3.10. Foreland Intermontane Basin:
It is a type of basin formed within basement uplifts in foreland settings.
4. Basins in transform and transcurrent fault setting:
4.1. Transtensional basin:
The overlap of two separate strike-slip faults may create regions of extension, which forms pull-apart basin (Fig. 8). This type of basin is typically rectangular or rhombic in plan and is deep in nature.
4.2. Transpressional basin:
This type of basin forms in the localized zones of compression along a strike slip fault system.
4.3. Transrotational basin:
This type of basin is formed by rotation of crustal blocks about vertical axis.
Fig. 7 Sketch of a pull apart basins showing strike-slip faults.
5. Basins in hybrid setting:
5.1 Aulacogen:
A failed arm of a three-armed rift system formed the basin, while the other two arms continued evolving to create ocean basins (Fig. 8). The basin extends from the margins into the interiors of cratons.
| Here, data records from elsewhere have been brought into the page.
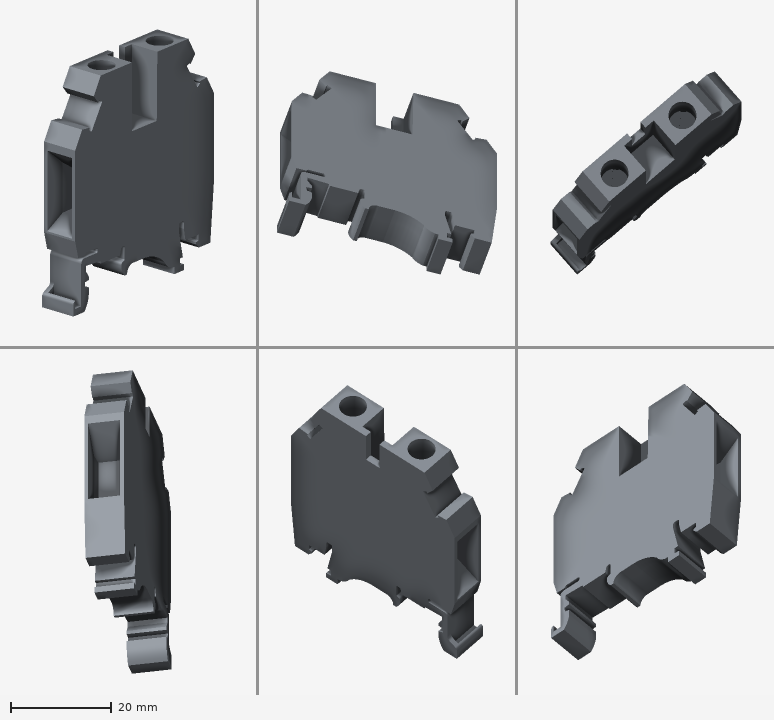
import cadquery as cq

THICKNESS = 8.15
HEIGHT = 49.1
HALF_LENGTH = 21.45
LATCH_REACH = 22.05
BODY_CHAMFER_Z = 15.85

WEB_SLOT_WIDTH = 3.55
WEB_SLOT_FLOOR_Z = 42.2
WEB_THICKNESS = 1.5
RECESS_STRAIGHT_Y = -3.9
RECESS_TOP_Y = 4.0
RECESS_FLOOR_Y = 3.8
RECESS_FLOOR_Z = 34.35

SCREW_X = 4.5
SCREW_Y = 9.0
SCREW_RADIUS = 2.8
SCREW_HEAD_Z = 39.3
DRIVER_SLOT_WIDTH = 1.1
DRIVER_SLOT_DEPTH = 1.0

FUNNEL_DEPTH = 6.65
FUNNEL_MOUTH_X = (0.85, 7.35)
FUNNEL_MOUTH_Z = (16.3, 33.55)
FUNNEL_END_X = (2.45, 6.8)
FUNNEL_END_Z = (19.9, 28.1)
FUNNEL_TAPER_START = (4.75, 5.4)

LATCH_WALL_Y = -19.6
LATCH_RAMP_TOP_Z = 4.2
LATCH_TOE_Z = 2.9
LATCH_RAMP_FILLET = 1.1
LATCH_TOE_FILLET = 0.75
LATCH_BEND_FILLET = 0.95
LATCH_RIB_THICKNESS = 1.1
LATCH_LIP_WIDTH = 0.6
LATCH_TROUGH_FLOOR_Z = 1.45

SLIT_TOP_Z = 10.5
SLIT_FILLET = 0.45
HOOK_ROOT_FILLET = 0.25
HOOK_NOSE_FILLET = 0.65

ARM_GAP_END_Y = -14.5
ARM_GAP_TOP_Z = 12.55
ARM_TOP_Z = 11.5
ARM_GAP_FILLET = 0.4

SHOULDER = [
    (HALF_LENGTH, 35.3),
    (19.3, 39.2),
    (17.0, 38.95),
    (17.25, 38.5),
    (16.4, 37.9),
    (13.1, 43.35),
    (14.05, 43.9),
    (14.3, 43.5),
    (15.7, 45.25),
    (13.55, HEIGHT),
]


def housing_blank():
    """Extrude the side outline over the full thickness, with its small corner fillets."""
    other_shoulder = [(-y, z) for y, z in reversed(SHOULDER)]
    outline = (
        cq.Workplane("YZ")
        .moveTo(HALF_LENGTH, BODY_CHAMFER_Z)
        .polyline(SHOULDER + other_shoulder, includeCurrent=True)
        .lineTo(-HALF_LENGTH, BODY_CHAMFER_Z)
        .lineTo(-20.5, 12.1)
        .lineTo(-18.45, 12.1)
        .lineTo(-18.05, ARM_GAP_TOP_Z)
        .lineTo(ARM_GAP_END_Y, ARM_GAP_TOP_Z)
        .lineTo(ARM_GAP_END_Y, ARM_TOP_Z)
        .lineTo(LATCH_WALL_Y, ARM_TOP_Z)
        .lineTo(LATCH_WALL_Y, LATCH_RAMP_TOP_Z)
        .lineTo(-LATCH_REACH, LATCH_TOE_Z)
        .lineTo(-LATCH_REACH, 0)
        .lineTo(-18.6, 0)
        .threePointArc((-17.7, 1.55), (-17.25, 3.45))
        .lineTo(-17.25, 4.85)
        .lineTo(-18.3, 5.15)
        .lineTo(-18.5, 6.3)
        .lineTo(-17.25, 6.45)
        .lineTo(-17.25, 7.15)
        .lineTo(-18.15, 8.6)
        .lineTo(-18.15, 9.7)
        .lineTo(-13.65, 9.45)
        .lineTo(-13.5, 8.9)
        .lineTo(-7.6, 8.9)
        .lineTo(-7.2, SLIT_TOP_Z)
        .lineTo(-6.15, SLIT_TOP_Z)
        .lineTo(-6.15, 7.5)
        .lineTo(-7.15, 7.05)
        .lineTo(-7.15, 6.6)
        .threePointArc((-6.85, 5.2), (-6.15, 4.15))
        .lineTo(-5.35, 4.15)
        .lineTo(-5.35, 4.6)
        .threePointArc((-4.75, 5.65), (-3.25, 6.15))
        .lineTo(0.1, 6.15)
        .threePointArc((3.3, 5.45), (6.25, 3.45))
        .threePointArc((7.1, 2.3), (8.5, 1.55))
        .lineTo(9.25, 1.55)
        .lineTo(9.25, 0)
        .lineTo(12.2, 0)
        .lineTo(12.2, 1.3)
        .lineTo(10.95, 1.37)
        .lineTo(10.95, 2.85)
        .lineTo(11.9, 2.85)
        .lineTo(10.6, 8.85)
        .lineTo(10.6, SLIT_TOP_Z)
        .lineTo(12.2, SLIT_TOP_Z)
        .lineTo(12.2, 8.85)
        .lineTo(12.65, 6.3)
        .lineTo(16.75, 6.3)
        .lineTo(16.75, 5.05)
        .lineTo(16.0, 4.85)
        .lineTo(16.0, 4.35)
        .lineTo(16.85, 3.5)
        .lineTo(20.4, 3.5)
        .close()
    )
    blank = outline.extrude(THICKNESS)
    corner_fillets = [
        (10.6, SLIT_TOP_Z, SLIT_FILLET),
        (12.2, SLIT_TOP_Z, SLIT_FILLET),
        (-6.15, SLIT_TOP_Z, SLIT_FILLET),
        (-7.2, SLIT_TOP_Z, SLIT_FILLET),
        (-6.15, 7.5, HOOK_ROOT_FILLET),
        (-7.15, 7.05, HOOK_NOSE_FILLET),
        (ARM_GAP_END_Y, ARM_GAP_TOP_Z, ARM_GAP_FILLET),
        (ARM_GAP_END_Y, ARM_TOP_Z, ARM_GAP_FILLET),
        (LATCH_WALL_Y, ARM_TOP_Z, LATCH_BEND_FILLET),
        (LATCH_WALL_Y, LATCH_RAMP_TOP_Z, LATCH_RAMP_FILLET),
        (-LATCH_REACH, LATCH_TOE_Z, LATCH_TOE_FILLET),
    ]
    for y, z, radius in corner_fillets:
        corner = cq.selectors.NearestToPointSelector((THICKNESS / 2, y, z))
        blank = blank.edges("|X").edges(corner).fillet(radius)
    return blank


def box_between(x_range, y_range, z_range):
    """Box that spans the given (low, high) range along each axis."""
    lows, highs = zip(x_range, y_range, z_range)
    sizes = [high - low for low, high in zip(lows, highs)]
    return cq.Workplane("XY").box(*sizes, centered=False).translate(lows)


def middle_recess():
    """Narrow slot through the side web plus the wide recess open to the +X side."""
    web_slot = box_between(
        (0, THICKNESS),
        (-WEB_SLOT_WIDTH / 2, WEB_SLOT_WIDTH / 2),
        (WEB_SLOT_FLOOR_Z, HEIGHT),
    )
    recess = (
        cq.Workplane("YZ", origin=(WEB_THICKNESS, 0, 0))
        .moveTo(RECESS_STRAIGHT_Y, HEIGHT)
        .lineTo(RECESS_STRAIGHT_Y, RECESS_FLOOR_Z)
        .lineTo(RECESS_FLOOR_Y, RECESS_FLOOR_Z)
        .lineTo(RECESS_TOP_Y, HEIGHT)
        .close()
        .extrude(THICKNESS - WEB_THICKNESS)
    )
    return web_slot.union(recess)


def screw_well(y):
    """Round well down to a screw head with a driver slot turned 45 degrees."""
    well_depth = HEIGHT - SCREW_HEAD_Z
    well = cq.Workplane("XY").circle(SCREW_RADIUS).extrude(well_depth)
    slot_blank = cq.Workplane("XY").circle(SCREW_RADIUS).extrude(-DRIVER_SLOT_DEPTH)
    slot_bar = (
        cq.Workplane("XY")
        .rect(2 * SCREW_RADIUS, DRIVER_SLOT_WIDTH)
        .extrude(-DRIVER_SLOT_DEPTH)
        .rotate((0, 0, 0), (0, 0, 1), -45)
    )
    driver_slot = slot_blank.intersect(slot_bar)
    return well.union(driver_slot).translate((SCREW_X, y, SCREW_HEAD_Z))


def wire_funnel():
    """Funnel in the -Y end face: roof and floor slope all the way, sides close in near the end."""
    mouth_y = -HALF_LENGTH
    end_y = mouth_y + FUNNEL_DEPTH
    side_profile = (
        cq.Workplane("YZ")
        .moveTo(mouth_y, FUNNEL_MOUTH_Z[0])
        .lineTo(end_y, FUNNEL_END_Z[0])
        .lineTo(end_y, FUNNEL_END_Z[1])
        .lineTo(mouth_y, FUNNEL_MOUTH_Z[1])
        .close()
        .extrude(THICKNESS)
    )
    plan_profile = (
        cq.Workplane("XY")
        .moveTo(FUNNEL_MOUTH_X[0], mouth_y)
        .lineTo(FUNNEL_MOUTH_X[0], mouth_y + FUNNEL_TAPER_START[0])
        .lineTo(FUNNEL_END_X[0], end_y)
        .lineTo(FUNNEL_END_X[1], end_y)
        .lineTo(FUNNEL_MOUTH_X[1], mouth_y + FUNNEL_TAPER_START[1])
        .lineTo(FUNNEL_MOUTH_X[1], mouth_y)
        .close()
        .extrude(HEIGHT)
    )
    return side_profile.intersect(plan_profile)


def latch_trough():
    """Trough behind the latch lip, leaving a thin ramp rib on the -X side."""
    return box_between(
        (LATCH_RIB_THICKNESS, THICKNESS),
        (LATCH_LIP_WIDTH - LATCH_REACH, LATCH_WALL_Y),
        (LATCH_TROUGH_FLOOR_Z, LATCH_RAMP_TOP_Z + LATCH_RAMP_FILLET),
    )


result = housing_blank().cut(middle_recess()).cut(latch_trough())
for well_y in (-SCREW_Y, SCREW_Y):
    result = result.cut(screw_well(well_y))
funnel = wire_funnel()
result = result.cut(funnel).cut(funnel.mirror("XZ"))

It is wider near the sea and narrows toward the land. The Cambay Basin exemplifies an Aulacogen.
Fig. 8 Failed rift and aulacogen in RRR (rift-rift-rift settings) (modified after Einsele, 2000)
5.2. Intra-continental wrench basin:
It is a complex type of basin formed within continental crust due to distant collisional process.
5.3. Impactogen:
It is a type of rift basin formed at high angles to orogenic belts without pre-orogenic history e.g. Baikal Rift.
5.4. Successor basins:
Formed in intermontane settings following the cessation of local orogenic nephrogenic activity, e.g., Southern Basin and Range Province.